REQUIREMENT: Please keep the images out and set down the data exactly as given.

INPUT RECORDS:
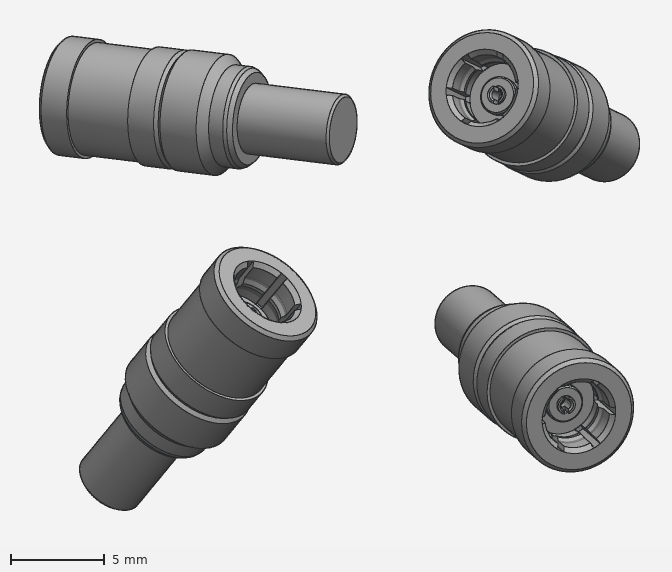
import cadquery as cq

BODY_RADIUS = 3.2
RELIEF_RADIUS = 3.03
NECK_RADIUS = 3.05
COLLAR_RADIUS = 3.25
COLLAR_BEVEL_LENGTH = 0.2
FRONT_CHAMFER = 0.2
FRONT_BAND_END = 1.7
REAR_BAND_START = 5.28
NECK_X = 7.0
REAR_BAND_BEVEL_LENGTH = 0.2
COLLAR_CONE_START = 9.32
FERRULE_START = 9.82
FERRULE_RADIUS = 2.75
FERRULE_TAPER_START = 10.65
FERRULE_BEVEL_START = 10.85
FERRULE_BEVEL_RADIUS = 2.68
FERRULE_END = 11.1
FERRULE_END_RADIUS = 2.48
TAIL_RADIUS = 1.9
TAIL_CHAMFER = 0.13
TOTAL_LENGTH = 16.45

MOUTH_RADIUS = 2.1
BORE_RADIUS = 1.85
MOUTH_CHAMFER = MOUTH_RADIUS - BORE_RADIUS
SNAP_RADIUS = 1.7
SNAP_FOOT_HEIGHT = 0.02
SNAP_FOOT_LENGTH = 0.1
SNAP_RISE_LENGTH = 0.27
SNAP_FALL_LENGTH = 0.2
SNAP_CREST_START = 1.43
SNAP_CREST_END = 1.62
REAR_BORE_RADIUS = 1.81
SOCKET_DEPTH = 2.45
SLOT_COUNT = 6
SLOT_WIDTH = 0.4
SLOT_DEPTH = 2.55

BOSS_RADIUS = 1.02
BOSS_CHAMFER = 0.08
BOSS_FACE_X = 2.0
CONTACT_RADIUS = 0.49
CONTACT_PROTRUSION = 0.2
CONTACT_TIP_X = BOSS_FACE_X - CONTACT_PROTRUSION
CONTACT_HOLE_RADIUS = 0.28
CONTACT_HOLE_DEPTH = 1.0
CONTACT_CONE_DEPTH = 0.2
CONTACT_LEAD_IN = 0.1
CONTACT_SLOT_WIDTH = 0.26
CONTACT_SLOT_DEPTH = 0.6


def revolve_about_x(profile):
    """Solid of revolution about X from (x, radius) points that start and end on the axis."""
    return cq.Workplane("XZ").polyline(profile).close().revolve(360, (0, 0, 0), (1, 0, 0))


def outer_shell():
    return revolve_about_x([
        (0, 0),
        (0, BODY_RADIUS - FRONT_CHAMFER),
        (FRONT_CHAMFER, BODY_RADIUS),
        (FRONT_BAND_END, BODY_RADIUS),
        (FRONT_BAND_END, RELIEF_RADIUS),
        (REAR_BAND_START, RELIEF_RADIUS),
        (REAR_BAND_START, BODY_RADIUS),
        (NECK_X - REAR_BAND_BEVEL_LENGTH, BODY_RADIUS),
        (NECK_X, NECK_RADIUS),
        (NECK_X + COLLAR_BEVEL_LENGTH, COLLAR_RADIUS),
        (COLLAR_CONE_START, COLLAR_RADIUS),
        (FERRULE_START, FERRULE_RADIUS),
        (FERRULE_TAPER_START, FERRULE_RADIUS),
        (FERRULE_BEVEL_START, FERRULE_BEVEL_RADIUS),
        (FERRULE_END, FERRULE_END_RADIUS),
        (FERRULE_END, TAIL_RADIUS),
        (TOTAL_LENGTH - TAIL_CHAMFER, TAIL_RADIUS),
        (TOTAL_LENGTH, TAIL_RADIUS - TAIL_CHAMFER),
        (TOTAL_LENGTH, 0),
    ])


def socket_bore():
    """Bore with a chamfered mouth and an inward snap ridge part-way down."""
    rise_start = SNAP_CREST_START - SNAP_RISE_LENGTH
    fall_end = SNAP_CREST_END + SNAP_FALL_LENGTH
    return revolve_about_x([
        (0, 0),
        (0, MOUTH_RADIUS),
        (MOUTH_CHAMFER, BORE_RADIUS),
        (rise_start - SNAP_FOOT_LENGTH, BORE_RADIUS),
        (rise_start, BORE_RADIUS - SNAP_FOOT_HEIGHT),
        (SNAP_CREST_START, SNAP_RADIUS),
        (SNAP_CREST_END, SNAP_RADIUS),
        (fall_end, REAR_BORE_RADIUS - SNAP_FOOT_HEIGHT),
        (fall_end + SNAP_FOOT_LENGTH, REAR_BORE_RADIUS),
        (SOCKET_DEPTH, REAR_BORE_RADIUS),
        (SOCKET_DEPTH, 0),
    ])


def finger_slots():
    """Radial slots that divide the socket wall into spring fingers."""
    bar = cq.Workplane("YZ").rect(2 * MOUTH_RADIUS, SLOT_WIDTH).extrude(SLOT_DEPTH)
    slots = bar
    for index in range(1, SLOT_COUNT // 2):
        slots = slots.union(bar.rotate((0, 0, 0), (1, 0, 0), index * 360 / SLOT_COUNT))
    wall_ring = (
        cq.Workplane("YZ")
        .circle(MOUTH_RADIUS)
        .circle(REAR_BORE_RADIUS)
        .extrude(SLOT_DEPTH)
    )
    ridge_core = cq.Workplane("YZ").circle(REAR_BORE_RADIUS).extrude(SOCKET_DEPTH)
    return slots.intersect(wall_ring.union(ridge_core))


def insulator_boss():
    return revolve_about_x([
        (BOSS_FACE_X, 0),
        (BOSS_FACE_X, BOSS_RADIUS - BOSS_CHAMFER),
        (BOSS_FACE_X + BOSS_CHAMFER, BOSS_RADIUS),
        (SOCKET_DEPTH, BOSS_RADIUS),
        (SOCKET_DEPTH, 0),
    ])


def contact_pin():
    tip = cq.Workplane("YZ", origin=(CONTACT_TIP_X, 0, 0))
    return tip.circle(CONTACT_RADIUS).extrude(CONTACT_PROTRUSION)


def contact_hole():
    """Blind hole with a lead-in chamfer and a conical bottom."""
    hole_end = CONTACT_TIP_X + CONTACT_HOLE_DEPTH
    return revolve_about_x([
        (CONTACT_TIP_X, 0),
        (CONTACT_TIP_X, CONTACT_HOLE_RADIUS + CONTACT_LEAD_IN),
        (CONTACT_TIP_X + CONTACT_LEAD_IN, CONTACT_HOLE_RADIUS),
        (hole_end, CONTACT_HOLE_RADIUS),
        (hole_end + CONTACT_CONE_DEPTH, 0),
    ])


def contact_slot():
    """Slot across the contact tip, kept within the contact's own diameter."""
    tip = cq.Workplane("YZ", origin=(CONTACT_TIP_X, 0, 0))
    bar = tip.rect(CONTACT_SLOT_WIDTH, 2 * CONTACT_RADIUS).extrude(CONTACT_SLOT_DEPTH)
    envelope = tip.circle(CONTACT_RADIUS).extrude(CONTACT_SLOT_DEPTH)
    return bar.intersect(envelope)


shell = outer_shell().cut(socket_bore()).cut(finger_slots())
core = insulator_boss().union(contact_pin()).cut(contact_slot())
result = shell.union(core).cut(contact_hole())

ANSWER FOR THE TASK:
import cadquery as cq

BODY_RADIUS = 3.2
RELIEF_RADIUS = 3.03
NECK_RADIUS = 3.05
COLLAR_RADIUS = 3.25
COLLAR_BEVEL_LENGTH = 0.2
FRONT_CHAMFER = 0.2
FRONT_BAND_END = 1.7
REAR_BAND_START = 5.28
NECK_X = 7.0
REAR_BAND_BEVEL_LENGTH = 0.2
COLLAR_CONE_START = 9.32
FERRULE_START = 9.82
FERRULE_RADIUS = 2.75
FERRULE_TAPER_START = 10.65
FERRULE_BEVEL_START = 10.85
FERRULE_BEVEL_RADIUS = 2.68
FERRULE_END = 11.1
FERRULE_END_RADIUS = 2.48
TAIL_RADIUS = 1.9
TAIL_CHAMFER = 0.13
TOTAL_LENGTH = 16.45

MOUTH_RADIUS = 2.1
BORE_RADIUS = 1.85
MOUTH_CHAMFER = MOUTH_RADIUS - BORE_RADIUS
SNAP_RADIUS = 1.7
SNAP_FOOT_HEIGHT = 0.02
SNAP_FOOT_LENGTH = 0.1
SNAP_RISE_LENGTH = 0.27
SNAP_FALL_LENGTH = 0.2
SNAP_CREST_START = 1.43
SNAP_CREST_END = 1.62
REAR_BORE_RADIUS = 1.81
SOCKET_DEPTH = 2.45
SLOT_COUNT = 6
SLOT_WIDTH = 0.4
SLOT_DEPTH = 2.55

BOSS_RADIUS = 1.02
BOSS_CHAMFER = 0.08
BOSS_FACE_X = 2.0
CONTACT_RADIUS = 0.49
CONTACT_PROTRUSION = 0.2
CONTACT_TIP_X = BOSS_FACE_X - CONTACT_PROTRUSION
CONTACT_HOLE_RADIUS = 0.28
CONTACT_HOLE_DEPTH = 1.0
CONTACT_CONE_DEPTH = 0.2
CONTACT_LEAD_IN = 0.1
CONTACT_SLOT_WIDTH = 0.26
CONTACT_SLOT_DEPTH = 0.6


def revolve_about_x(profile):
    """Solid of revolution about X from (x, radius) points that start and end on the axis."""
    return cq.Workplane("XZ").polyline(profile).close().revolve(360, (0, 0, 0), (1, 0, 0))


def outer_shell():
    return revolve_about_x([
        (0, 0),
        (0, BODY_RADIUS - FRONT_CHAMFER),
        (FRONT_CHAMFER, BODY_RADIUS),
        (FRONT_BAND_END, BODY_RADIUS),
        (FRONT_BAND_END, RELIEF_RADIUS),
        (REAR_BAND_START, RELIEF_RADIUS),
        (REAR_BAND_START, BODY_RADIUS),
        (NECK_X - REAR_BAND_BEVEL_LENGTH, BODY_RADIUS),
        (NECK_X, NECK_RADIUS),
        (NECK_X + COLLAR_BEVEL_LENGTH, COLLAR_RADIUS),
        (COLLAR_CONE_START, COLLAR_RADIUS),
        (FERRULE_START, FERRULE_RADIUS),
        (FERRULE_TAPER_START, FERRULE_RADIUS),
        (FERRULE_BEVEL_START, FERRULE_BEVEL_RADIUS),
        (FERRULE_END, FERRULE_END_RADIUS),
        (FERRULE_END, TAIL_RADIUS),
        (TOTAL_LENGTH - TAIL_CHAMFER, TAIL_RADIUS),
        (TOTAL_LENGTH, TAIL_RADIUS - TAIL_CHAMFER),
        (TOTAL_LENGTH, 0),
    ])


def socket_bore():
    """Bore with a chamfered mouth and an inward snap ridge part-way down."""
    rise_start = SNAP_CREST_START - SNAP_RISE_LENGTH
    fall_end = SNAP_CREST_END + SNAP_FALL_LENGTH
    return revolve_about_x([
        (0, 0),
        (0, MOUTH_RADIUS),
        (MOUTH_CHAMFER, BORE_RADIUS),
        (rise_start - SNAP_FOOT_LENGTH, BORE_RADIUS),
        (rise_start, BORE_RADIUS - SNAP_FOOT_HEIGHT),
        (SNAP_CREST_START, SNAP_RADIUS),
        (SNAP_CREST_END, SNAP_RADIUS),
        (fall_end, REAR_BORE_RADIUS - SNAP_FOOT_HEIGHT),
        (fall_end + SNAP_FOOT_LENGTH, REAR_BORE_RADIUS),
        (SOCKET_DEPTH, REAR_BORE_RADIUS),
        (SOCKET_DEPTH, 0),
    ])


def finger_slots():
    """Radial slots that divide the socket wall into spring fingers."""
    bar = cq.Workplane("YZ").rect(2 * MOUTH_RADIUS, SLOT_WIDTH).extrude(SLOT_DEPTH)
    slots = bar
    for index in range(1, SLOT_COUNT // 2):
        slots = slots.union(bar.rotate((0, 0, 0), (1, 0, 0), index * 360 / SLOT_COUNT))
    wall_ring = (
        cq.Workplane("YZ")
        .circle(MOUTH_RADIUS)
        .circle(REAR_BORE_RADIUS)
        .extrude(SLOT_DEPTH)
    )
    ridge_core = cq.Workplane("YZ").circle(REAR_BORE_RADIUS).extrude(SOCKET_DEPTH)
    return slots.intersect(wall_ring.union(ridge_core))


def insulator_boss():
    return revolve_about_x([
        (BOSS_FACE_X, 0),
        (BOSS_FACE_X, BOSS_RADIUS - BOSS_CHAMFER),
        (BOSS_FACE_X + BOSS_CHAMFER, BOSS_RADIUS),
        (SOCKET_DEPTH, BOSS_RADIUS),
        (SOCKET_DEPTH, 0),
    ])


def contact_pin():
    tip = cq.Workplane("YZ", origin=(CONTACT_TIP_X, 0, 0))
    return tip.circle(CONTACT_RADIUS).extrude(CONTACT_PROTRUSION)


def contact_hole():
    """Blind hole with a lead-in chamfer and a conical bottom."""
    hole_end = CONTACT_TIP_X + CONTACT_HOLE_DEPTH
    return revolve_about_x([
        (CONTACT_TIP_X, 0),
        (CONTACT_TIP_X, CONTACT_HOLE_RADIUS + CONTACT_LEAD_IN),
        (CONTACT_TIP_X + CONTACT_LEAD_IN, CONTACT_HOLE_RADIUS),
        (hole_end, CONTACT_HOLE_RADIUS),
        (hole_end + CONTACT_CONE_DEPTH, 0),
    ])


def contact_slot():
    """Slot across the contact tip, kept within the contact's own diameter."""
    tip = cq.Workplane("YZ", origin=(CONTACT_TIP_X, 0, 0))
    bar = tip.rect(CONTACT_SLOT_WIDTH, 2 * CONTACT_RADIUS).extrude(CONTACT_SLOT_DEPTH)
    envelope = tip.circle(CONTACT_RADIUS).extrude(CONTACT_SLOT_DEPTH)
    return bar.intersect(envelope)


shell = outer_shell().cut(socket_bore()).cut(finger_slots())
core = insulator_boss().union(contact_pin()).cut(contact_slot())
result = shell.union(core).cut(contact_hole())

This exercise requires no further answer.